I weeded for an hour or two last night. I didn’t mean to, it wasn’t what I had gone out in the garden for. But there were lots of weeds, and my pants were washable (they’re work pants, in that I wear them to work occasionally, but they’re really jeans), and my beautiful plants needed some air. So I pulled and I yanked, and I scrabbled and I dug. I know what purslane looks like now, and that I’ve only got two bean plants in my green bean plot. What gives?

After the garden had been pretty well cleaned up, I went to the side yard to survey what space I have for herbs and, I’ve decided, greens next year. I’m trying to decide whether I should put down some plastic and kill all the grass now so that I have an easier time in fall, or…well, the other alternative is to continue to let Eric mow it and then spray Round-Up on everything, I guess. I guess I’m getting some plastic.

Anyway, after that, I went to the driveway beds to pull up more weeds, especially atrocious there. “I love what you did with your yard,” I said to my neighbors, who happened to be out. “Thanks!” said the woman. “It only took us seven years.”

It had gone up in two days–removal of the sparse grass, a brick-lined gravel patio, mulched beds with new plants and trees all around. They explained they had tried for years to get the grass to grow, but with their dog and now the new one, my house’s old owners’ (they had two dogs and decided to take only one when they moved), it never worked, so they gave up. They have a lot of company and spend a lot of time in their backyard, so it makes sense, and it does look very nice.

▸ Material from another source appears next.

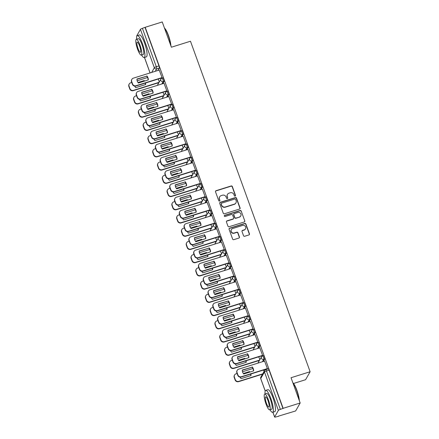 <?xml version="1.0" encoding="UTF-8"?>
<svg xmlns="http://www.w3.org/2000/svg" width="439" height="439" viewBox="0 0 439 439"><rect width="100%" height="100%" fill="white"/><g stroke="black" fill="none" stroke-linecap="round" stroke-linejoin="round"><path stroke-width="0.66" d="M235.145 196.134A0.631 0.604 29.7 0 0 235.523 195.366L232.319 186.526A0.9 0.862 29.7 0 0 231.177 185.955L216.054 190.696A0.9 0.862 29.7 0 0 215.511 191.788L218.715 200.634A0.631 0.604 29.7 0 0 219.851 200.76A0.631 0.604 29.7 0 0 219.89 200.261L219.478 199.119A2.886 2.76 29.7 0 1 221.201 195.613L222.463 195.218A2.886 2.76 29.7 0 1 226.118 197.04L226.529 198.187A0.631 0.604 29.7 0 0 227.665 198.313A0.631 0.604 29.7 0 0 227.704 197.813L227.292 196.672A2.886 2.76 29.7 0 1 229.015 193.165L230.277 192.77A2.886 2.76 29.7 0 1 233.932 194.592L234.344 195.739A0.631 0.604 29.7 0 0 235.145 196.134M235.403 195.975A0.631 0.604 29.7 0 0 235.392 195.602L232.187 186.756A0.9 0.862 29.7 0 0 231.046 186.191L215.922 190.927A0.9 0.862 29.7 0 0 215.511 191.201M219.769 200.87A0.631 0.604 29.7 0 0 219.758 200.497L219.478 199.119M227.589 198.423A0.631 0.604 29.7 0 0 227.572 198.049L227.292 196.672M243.524 235.694A0.9 0.862 29.7 0 0 244.666 236.264L248.908 234.936A0.9 0.862 29.7 0 0 249.445 233.839L245.895 224.016A0.9 0.862 29.7 0 0 244.753 223.451L229.624 228.187A0.9 0.862 29.7 0 0 229.087 229.284L232.643 239.101A0.9 0.862 29.7 0 0 233.784 239.672L238.909 238.064A0.9 0.862 29.7 0 0 239.447 236.972L237.927 232.769A0.9 0.862 29.7 0 0 236.786 232.198L234.239 232.994A2.414 2.31 29.7 0 1 231.337 229.575A2.414 2.31 29.7 0 1 232.632 228.543L242.591 225.426A2.414 2.31 29.7 0 1 245.494 228.845A2.414 2.31 29.7 0 1 244.199 229.877L242.542 230.398A0.9 0.862 29.7 0 0 242.004 231.49L243.524 235.694M145.205 27.284L162.243 21.95L171.391 47.214L190.482 41.239L310.126 371.745L291.035 377.721L300.177 402.991L283.144 408.325L145.205 27.284L142.423 28.348L156.322 66.755A1.838 0.401 72.6 0 1 156.674 68.918L155.329 71.283M239.54 209.052A0.9 0.862 29.7 0 0 240.078 207.954L236.522 198.137A0.9 0.862 29.7 0 0 235.381 197.566L220.257 202.302A0.9 0.862 29.7 0 0 219.714 203.4L223.27 213.222A0.9 0.862 29.7 0 0 224.411 213.788L239.54 209.052M241.209 211.077L244.764 220.899A0.9 0.862 29.7 0 1 244.227 221.991L229.098 226.733A0.9 0.862 29.7 0 1 227.956 226.162L226.436 221.958A0.9 0.862 29.7 0 1 226.974 220.861L233.109 218.94A0.9 0.862 29.7 0 0 233.647 217.848L232.637 215.061A0.9 0.862 29.7 0 0 231.496 214.49L225.108 216.487A0.631 0.604 29.7 0 1 224.351 215.593A0.631 0.604 29.7 0 1 224.686 215.324L240.067 210.506A0.9 0.862 29.7 0 1 241.209 211.077L244.764 220.899M300.177 402.991L295.645 410.953L278.546 416.117M157.936 82.933L158.243 83.783M162.721 96.157L163.028 97.008M167.511 109.388L167.819 110.238M172.297 122.613L172.604 123.463M177.087 135.838L177.394 136.694M181.872 149.068L182.185 149.918M186.663 162.293L186.97 163.143M191.448 175.523L191.761 176.374M196.238 188.748L196.546 189.599M201.029 201.973L201.336 202.829M205.814 215.203L206.121 216.054M210.605 228.428L210.912 229.279M215.39 241.659L215.697 242.509M220.18 254.883L220.488 255.734M224.966 268.108L225.278 268.964M229.756 281.339L230.063 282.189M234.541 294.564L234.854 295.414M239.332 307.788L239.639 308.644M244.122 321.019L244.43 321.869M248.908 334.244L249.215 335.1M253.698 347.474L254.005 348.325M258.483 360.699L258.791 361.549M293.521 383.488L305.593 379.708L310.126 371.745M283.144 408.325L280.356 409.389A1.838 0.357 160.1 0 0 278.381 410.388L274.638 416.962A1.838 0.357 160.1 0 0 274.622 417.05A1.838 0.357 160.1 0 0 276.087 416.891L278.606 416.287M145.073 27.52L158.978 65.927A1.838 0.401 72.6 0 1 159.33 68.089L157.985 70.449M136.792 36.294L136.688 36.009A1.838 0.357 -19.9 0 1 136.705 35.921L140.442 29.347A1.838 0.357 -19.9 0 1 142.423 28.348M161.821 77.901L162.04 77.61L159.231 70.059M166.606 91.125L166.825 90.835L164.021 83.284M171.397 104.35L171.616 104.065L168.806 96.514M176.187 117.581L176.407 117.29L173.597 109.739M180.972 130.806L181.192 130.52L178.382 122.969M185.763 144.036L185.982 143.745L183.173 136.194M190.548 157.261L190.767 156.97L187.958 149.419M195.339 170.486L195.558 170.2L192.748 162.649M200.124 183.716L200.343 183.425L197.539 175.874M204.914 196.941L205.134 196.656L202.324 189.105M209.699 210.171L209.919 209.88L207.115 202.33M214.49 223.396L214.709 223.105L211.9 215.554M219.275 236.621L219.5 236.336L216.69 228.785M224.066 249.851L224.285 249.561L221.475 242.01M228.856 263.076L229.076 262.791L226.266 255.24M233.641 276.307L233.861 276.016L231.051 268.465M238.432 289.531L238.651 289.241L235.842 281.69M243.217 302.756L243.436 302.471L240.632 294.92M248.008 315.987L248.227 315.696L245.417 308.145M252.793 329.212L253.012 328.921L250.208 321.375M257.583 342.436L257.803 342.151L254.993 334.6M262.368 355.667L262.588 355.376L259.784 347.825M267.159 368.892L267.378 368.606L264.569 361.056M262.495 355.985A1.838 0.401 72.6 0 1 262.56 355.925L263.504 355.634A1.838 0.401 -107.4 0 1 264.377 357.094A1.838 0.401 -107.4 0 1 264.668 359.08L263.323 361.445M257.709 342.76A1.838 0.401 72.6 0 1 257.775 342.7L258.714 342.404A1.838 0.401 -107.4 0 1 259.586 343.863A1.838 0.401 -107.4 0 1 259.877 345.855L258.533 348.22M252.919 329.53A1.838 0.401 72.6 0 1 252.985 329.475L253.929 329.179A1.838 0.401 -107.4 0 1 254.801 330.638A1.838 0.401 -107.4 0 1 255.092 332.63L253.747 334.99M248.134 316.305A1.838 0.401 72.6 0 1 248.2 316.245L249.138 315.948A1.838 0.401 -107.4 0 1 250.011 317.413A1.838 0.401 -107.4 0 1 250.301 319.4L248.957 321.765M243.343 303.075A1.838 0.401 72.6 0 1 243.409 303.02L244.353 302.723A1.838 0.401 -107.4 0 1 245.225 304.183A1.838 0.401 -107.4 0 1 245.516 306.175L244.166 308.535M238.558 289.85A1.838 0.401 72.6 0 1 238.618 289.789L239.562 289.499A1.838 0.401 -107.4 0 1 240.435 290.958A1.838 0.401 -107.4 0 1 240.726 292.945L239.381 295.31M233.767 276.625A1.838 0.401 72.6 0 1 233.833 276.565L234.777 276.268A1.838 0.401 -107.4 0 1 235.65 277.728A1.838 0.401 -107.4 0 1 235.941 279.72L234.591 282.085M228.982 263.395A1.838 0.401 72.6 0 1 229.043 263.34L229.987 263.043A1.838 0.401 -107.4 0 1 230.859 264.503A1.838 0.401 -107.4 0 1 231.15 266.495L229.806 268.855M224.192 250.17A1.838 0.401 72.6 0 1 224.258 250.109L225.196 249.813A1.838 0.401 -107.4 0 1 226.074 251.278A1.838 0.401 -107.4 0 1 226.359 253.265L225.015 255.63M219.407 236.939A1.838 0.401 72.6 0 1 219.467 236.884L220.411 236.588A1.838 0.401 -107.4 0 1 221.283 238.048A1.838 0.401 -107.4 0 1 221.574 240.04L220.23 242.399M214.616 223.714A1.838 0.401 72.6 0 1 214.682 223.654L215.62 223.363A1.838 0.401 -107.4 0 1 216.498 224.823A1.838 0.401 -107.4 0 1 216.784 226.809L215.439 229.174M209.826 210.49A1.838 0.401 72.6 0 1 209.891 210.429L210.835 210.133A1.838 0.401 -107.4 0 1 211.708 211.598A1.838 0.401 -107.4 0 1 211.999 213.584L210.654 215.95M205.04 197.259A1.838 0.401 72.6 0 1 205.106 197.204L206.045 196.908A1.838 0.401 -107.4 0 1 206.917 198.368A1.838 0.401 -107.4 0 1 207.208 200.36L205.864 202.719M200.25 184.034A1.838 0.401 72.6 0 1 200.316 183.974L201.26 183.683A1.838 0.401 -107.4 0 1 202.132 185.143A1.838 0.401 -107.4 0 1 202.423 187.129L201.073 189.494M195.465 170.809A1.838 0.401 72.6 0 1 195.531 170.749L196.469 170.453A1.838 0.401 -107.4 0 1 197.341 171.912A1.838 0.401 -107.4 0 1 197.632 173.904L196.288 176.269M190.674 157.579A1.838 0.401 72.6 0 1 190.74 157.519L191.684 157.228A1.838 0.401 -107.4 0 1 192.556 158.688A1.838 0.401 -107.4 0 1 192.847 160.674L191.497 163.039M185.889 144.354A1.838 0.401 72.6 0 1 185.949 144.294L186.893 143.997A1.838 0.401 -107.4 0 1 187.766 145.463A1.838 0.401 -107.4 0 1 188.057 147.449L186.712 149.814M181.098 131.124A1.838 0.401 72.6 0 1 181.164 131.069L182.108 130.773A1.838 0.401 -107.4 0 1 182.981 132.232A1.838 0.401 -107.4 0 1 183.266 134.224L181.922 136.584M176.313 117.899A1.838 0.401 72.6 0 1 176.374 117.839L177.318 117.548A1.838 0.401 -107.4 0 1 178.19 119.007A1.838 0.401 -107.4 0 1 178.481 120.994L177.136 123.359M171.523 104.674A1.838 0.401 72.6 0 1 171.589 104.614L172.527 104.317A1.838 0.401 -107.4 0 1 173.405 105.777A1.838 0.401 -107.4 0 1 173.69 107.769L172.346 110.134M166.732 91.444A1.838 0.401 72.6 0 1 166.798 91.389L167.742 91.092A1.838 0.401 -107.4 0 1 168.614 92.552A1.838 0.401 -107.4 0 1 168.905 94.539L167.561 96.904M161.947 78.219A1.838 0.401 72.6 0 1 162.013 78.158L162.951 77.862A1.838 0.401 -107.4 0 1 163.824 79.327A1.838 0.401 -107.4 0 1 164.115 81.314L162.77 83.679M159.286 81.95L158.227 79.025M283.007 408.555L269.107 370.148A1.838 0.401 -107.4 0 0 268.289 368.859L265.639 369.687A1.838 0.401 72.6 0 1 266.451 370.982L280.356 409.389M164.076 95.175L163.017 92.25M168.861 108.406L167.802 105.475M173.652 121.63L172.593 118.706M178.437 134.855L177.378 131.93M183.228 148.086L182.169 145.161M188.013 161.311L186.954 158.386M192.803 174.541L191.744 171.611M197.594 187.766L196.535 184.841M202.379 200.991L201.32 198.066M207.17 214.221L206.111 211.296M211.955 227.446L210.896 224.521M216.745 240.676L215.686 237.746M221.53 253.901L220.471 250.976M226.321 267.126L225.262 264.201M231.106 280.356L230.047 277.432M235.897 293.581L234.838 290.656M240.682 306.806L239.623 303.881M245.472 320.036L244.413 317.112M250.263 333.261L249.204 330.337M255.048 346.492L253.989 343.567M259.839 359.717L258.78 356.792M264.08 371.432L263.565 370.017M227.473 194.4L227.342 194.631A2.886 2.76 29.7 0 0 227.161 196.902M219.659 196.848L219.522 197.078A2.886 2.76 29.7 0 0 219.346 199.35M239.946 208.777A0.9 0.862 29.7 0 0 239.946 208.19L236.391 198.368A0.9 0.862 29.7 0 0 235.249 197.797L220.12 202.538A0.9 0.862 29.7 0 0 219.714 202.813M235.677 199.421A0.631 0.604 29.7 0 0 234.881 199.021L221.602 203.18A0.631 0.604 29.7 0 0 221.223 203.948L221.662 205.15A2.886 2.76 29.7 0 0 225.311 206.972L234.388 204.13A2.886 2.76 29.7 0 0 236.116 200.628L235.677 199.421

“You seem to be quite the gardener yourself,” she said to me. I laughed and disclaimed, saying this was my first year, and they gave me a couple of tips–mainly ones I already knew, sadly–that bindweed is impossible to get rid of and the little trees (bamboo, he said) should be gotten rid of as soon as possible.

“Also, you know the summer concerts at the zoo?” she said. (This is the Toledo Zoo. My house is about half a block away from it.) “If you sit on your front porch you can hear it. Steely Dan is playing tonight.”

At some point they noticed that their tomatoes were falling prey to the bindweed, and so were the two (or at least one) I planted near that fence we share. “It covers the fence in the summer, and that’s pretty at least,” she said, but I yanked out all the plants I found anyway.

“Well, I need to take a shower,” she said after a few minutes’ further chatting. “Scrub the dirt from under my fingernails.”

I glanced down at my own fingernails. My fingers were gray. They went inside, and I went back to my garden (which is also along the fence we share with those neighbors, but it’s a privacy fence at that point in the yard) and sat for a while, pulling the occasional weed with my filthy fingers, and listening to Steely Dan.